DAS geht durchaus... Es kommt auf die Formulierung in TV an. Wenn eine "Quote" vereinbart ist, kann natürlich die Bezugsgröße willkürlich vereinbart werden. So kann sie z.B. eben an der Anzahl der verfügbaren Arbeitsplätze (egal von wem - oder überhaupt - besetzt) festgemacht werden. Ob das im Kontext sinnvoll ist müssen die Vertragsschließenden wissen.

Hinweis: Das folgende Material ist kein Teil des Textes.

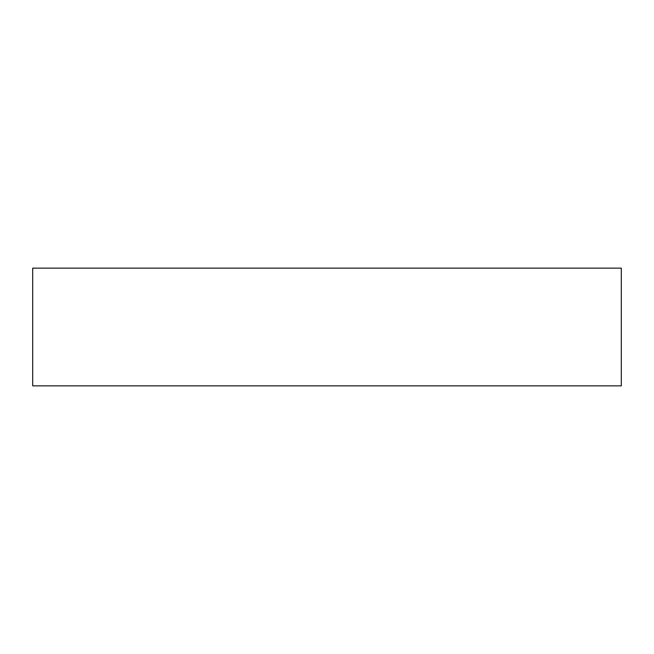 <?xml version="1.0" encoding="UTF-8"?>
<svg xmlns="http://www.w3.org/2000/svg" width="654" height="654" viewBox="0 0 654 654"><rect width="100%" height="100%" fill="white"/><g stroke="black" fill="none" stroke-linecap="round" stroke-linejoin="round"><path stroke-width="0.98" d="M621.3 385.86L32.7 385.86L32.7 268.14L621.3 268.14L621.3 385.86"/></g></svg>
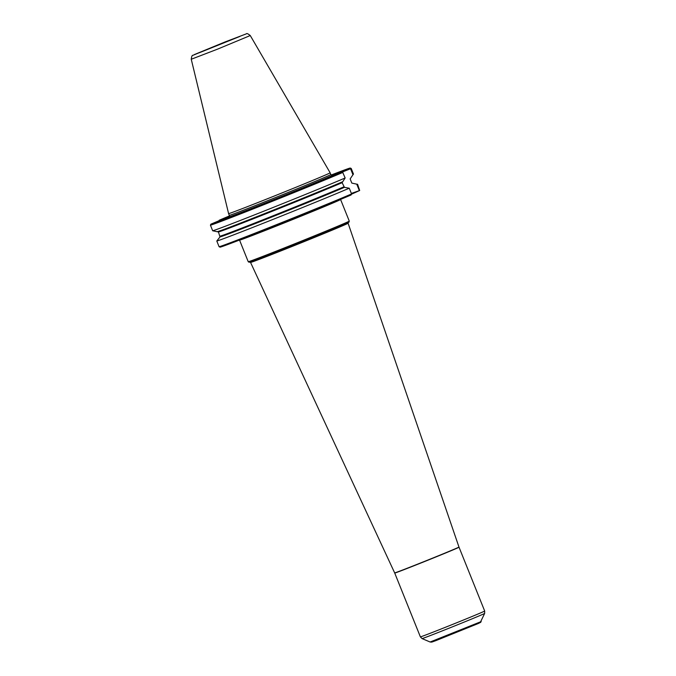 <?xml version="1.0" encoding="UTF-8"?>
<svg xmlns="http://www.w3.org/2000/svg" width="676" height="676" viewBox="0 0 676 676"><rect width="100%" height="100%" fill="white"/><g stroke="black" fill="none" stroke-linecap="round" stroke-linejoin="round"><path stroke-width="1.01" d="M351.545 194.181L359.691 190.505L351.368 193.429M342.284 172.042L350.557 168.746L352.965 174.738L350.143 178.912L351.816 183.086L356.751 184.159L359.218 190.302M359.691 190.505L357.587 184.286L356.751 184.159M332.034 175.304A55.973 0.735 158.1 0 1 332.44 175.27A55.973 0.735 158.1 0 1 328.35 177.196L342.588 172.101L345.157 177.974L342.124 182.681L344.422 187.336L349.264 188.207L351.571 193.936L351.114 194.958A75.222 0.989 158.1 0 1 274.701 226.198A75.222 0.989 158.1 0 1 220.123 247.162L219.092 246.732L216.793 241.002L220.004 236.921L218.441 231.978L212.678 230.77L210.43 225.184L210.878 224.17L229.24 216.405M351.571 193.936A75.999 0.997 158.1 0 1 274.262 225.556A75.999 0.997 158.1 0 1 219.092 246.732M349.264 188.207A75.999 0.997 158.1 0 1 271.955 219.818A75.999 0.997 158.1 0 1 216.793 241.002M345.157 177.974A75.999 0.997 158.1 0 1 267.84 209.585A75.999 0.997 158.1 0 1 212.678 230.77M341.87 171.957A75.222 0.989 158.1 0 1 265.457 203.206A75.222 0.989 158.1 0 1 210.878 224.17M342.909 172.388A75.999 0.997 158.1 0 1 265.592 204A75.999 0.997 158.1 0 1 210.43 225.184M332.44 175.27L350.202 168.037A75.222 0.989 158.1 0 0 331.189 175.016M229.325 216.21L219.201 220.249A75.222 0.989 158.1 0 1 229.384 215.94M352.965 174.738L353.472 174.062L351.224 168.468L350.557 168.746M350.751 168.256L350.202 168.037M334.654 174.839L334.561 174.273M219.201 220.249L218.745 221.272M250.264 35.541L330.15 172.802A54.722 0.718 158.1 0 1 328.95 173.453A54.722 0.718 158.1 0 1 273.991 196.141A54.722 0.718 158.1 0 1 228.598 213.624L191.249 59.26C191.638 56.378 192.187 55.069 192.905 55.339L225.218 41.878L246.351 33.851C246.689 33.158 247.991 33.724 250.264 35.541L217.604 49.12L191.257 59.251M228.598 213.624L229.299 215.357L228.919 216.776M250.424 261.511A53.666 0.701 -21.9 0 0 307.893 239.329A53.666 0.701 -21.9 0 0 340.831 224.931M349.272 221.103A54.452 0.718 158.1 0 1 348.081 221.753A54.452 0.718 158.1 0 1 293.392 244.332A54.452 0.718 158.1 0 1 248.236 261.722L249.064 262.22L258.46 258.891L293.866 244.974L348.951 222.091L349.272 221.103L340.594 199.513A54.452 0.718 158.1 0 1 339.403 200.164A54.452 0.718 158.1 0 1 284.714 222.742A54.452 0.718 158.1 0 1 239.558 240.132L248.236 261.722M342.242 181.912A71.521 0.938 158.1 0 1 269.707 211.563A71.521 0.938 158.1 0 1 217.824 231.496M328.35 177.196A55.973 0.735 158.1 0 1 267.189 202.234A55.973 0.735 158.1 0 1 228.978 216.734M342.124 182.681A71.132 0.938 158.1 0 1 270.037 212.154A71.132 0.938 158.1 0 1 218.441 231.978M343.805 186.855A71.132 0.938 158.1 0 1 271.71 216.328A71.132 0.938 158.1 0 1 220.123 236.152M344.422 187.336A71.521 0.938 158.1 0 1 271.887 216.996A71.521 0.938 158.1 0 1 220.004 236.921M330.15 172.802L330.843 174.535A54.722 0.718 158.1 0 1 329.643 175.185A54.722 0.718 158.1 0 1 274.693 197.882A54.722 0.718 158.1 0 1 229.299 215.357M250.542 262.432L394.666 572.91A34.653 0.456 158.1 0 0 423.413 561.832A34.653 0.456 158.1 0 0 458.21 547.467A34.653 0.456 158.1 0 0 458.97 547.053L348.098 223.215A52.567 0.693 158.1 0 1 346.94 223.84A52.567 0.693 158.1 0 1 294.161 245.633A52.567 0.693 158.1 0 1 250.542 262.432L249.807 261.992M459.021 547.205A34.653 0.456 158.1 0 1 458.269 547.619A34.653 0.456 158.1 0 1 423.463 561.993A34.653 0.456 158.1 0 1 394.725 573.054L420.379 636.868A34.653 0.456 158.1 0 0 449.118 625.807A34.653 0.456 158.1 0 0 483.923 611.434A34.653 0.456 158.1 0 0 484.675 611.019L458.97 547.053M481.211 621.472C479.816 622.926 482.368 621.447 478.431 623.458L435.775 640.671L431.761 642.107L430.113 642.014L480.611 621.802L484.65 613.419A33.732 0.439 158.1 0 1 483.915 613.808A33.732 0.439 158.1 0 1 450.233 627.717A33.732 0.439 158.1 0 1 422.052 638.583L420.379 636.868M470.226 626.331L432.463 641.727M199.412 52.567L224.069 42.419L199.412 52.567M194.257 54.621L225.209 41.878L194.257 54.621M340.594 199.513L340.805 198.659M239.558 240.132L238.805 239.659M330.843 174.535L332.102 175.295M348.098 223.215L348.317 222.387M484.65 613.419L484.675 611.019M430.113 642.014L422.052 638.583M239.912 36.419L199.335 52.728"/></g></svg>

die Berücksichtigung der Leiharbeitnehmer für Euch von Nachteil ist
Bei DEM Punkt (Quote der AN mit 40h-Vertrag) liegt die Bewertung Vorteil/Nachteil im Auge des Betrachters. Es muss kein Nachteil sein, wenn durch die Einbeziehung der Leiharbeit mehr AN in den "Genuss" eines 40h-Vertrages kommen. Ich kenne genug Fälle in denen sich AN regelrecht um diese Verträge reißen und entsprechend frustriert sind, wenn sie wegen Überschreitung der Quote keinen bekommen. Da kommt dann durchaus Neid auf gegenüber denen, die das "Glück" hatten einen solchen zu ergattern. 5h mehr im Arbeitsvertrag bedeutet eben auch pauschal 14% mehr Lohn, egal ob der AG arbeit für 40h hat oder nicht. Dafür nehmen viele die 1 Stunde mehr pro Tag gerne in Kauf.
Weil wir eben bei Leiharbeit sind: Im TV Leiharbeit ist vereinbart, dass LA sich bis zu 5h/Woche Mehrarbeit auszahlen lassen dürfen, anstatt die Zeit aufs Zeitkonto zu bunkern. Und ich kenne keinen LA der diese Chance nicht nutzt um sein Einkommen aufzubessern....
BTW: @teletele
Im MT werden nur die Azubis, Beschäftigte im ruhenden Arbeitsverhältnis u. Praktikanten berücksichtigt
Bist Du sicher, dass nicht auch die leitenden Angestellten und Außertariflichen, etc. mitgezählt werden? Ich kenne das eigentlich so....
11.10.2021 um 13:43 Uhr
Hallo, Ich möchte hier die ergänzenden Frage stellen, ob tariflich bezahlte Werkstudenten bei der Berechnung der 40h-Quote mit Berücksichtung finden? Diese sind ja befristet beschäftigt und können jederzeit ausscheiden. Dann würde sich die 40h Quote schnell über den Grenzwert erhöht. Scheiden theoretisch alle Werkstudenten aus, schnellt die 40h-Quote deutlich über den Grenzwert und eine Rückführung dann unter den Grenzwert ist schwierg, bzw. sorgt für Frustration bei den Mitarbeiter:innen. danke!
11.10.2021 um 14:21 Uhr
Naja ... die Ausgangsfrage ist über 9 Jahre alt und schon damals war die einzig mögliche "Antwort": Frag Deine Gewerkschaft / schau in Deinen Tarifvertrag.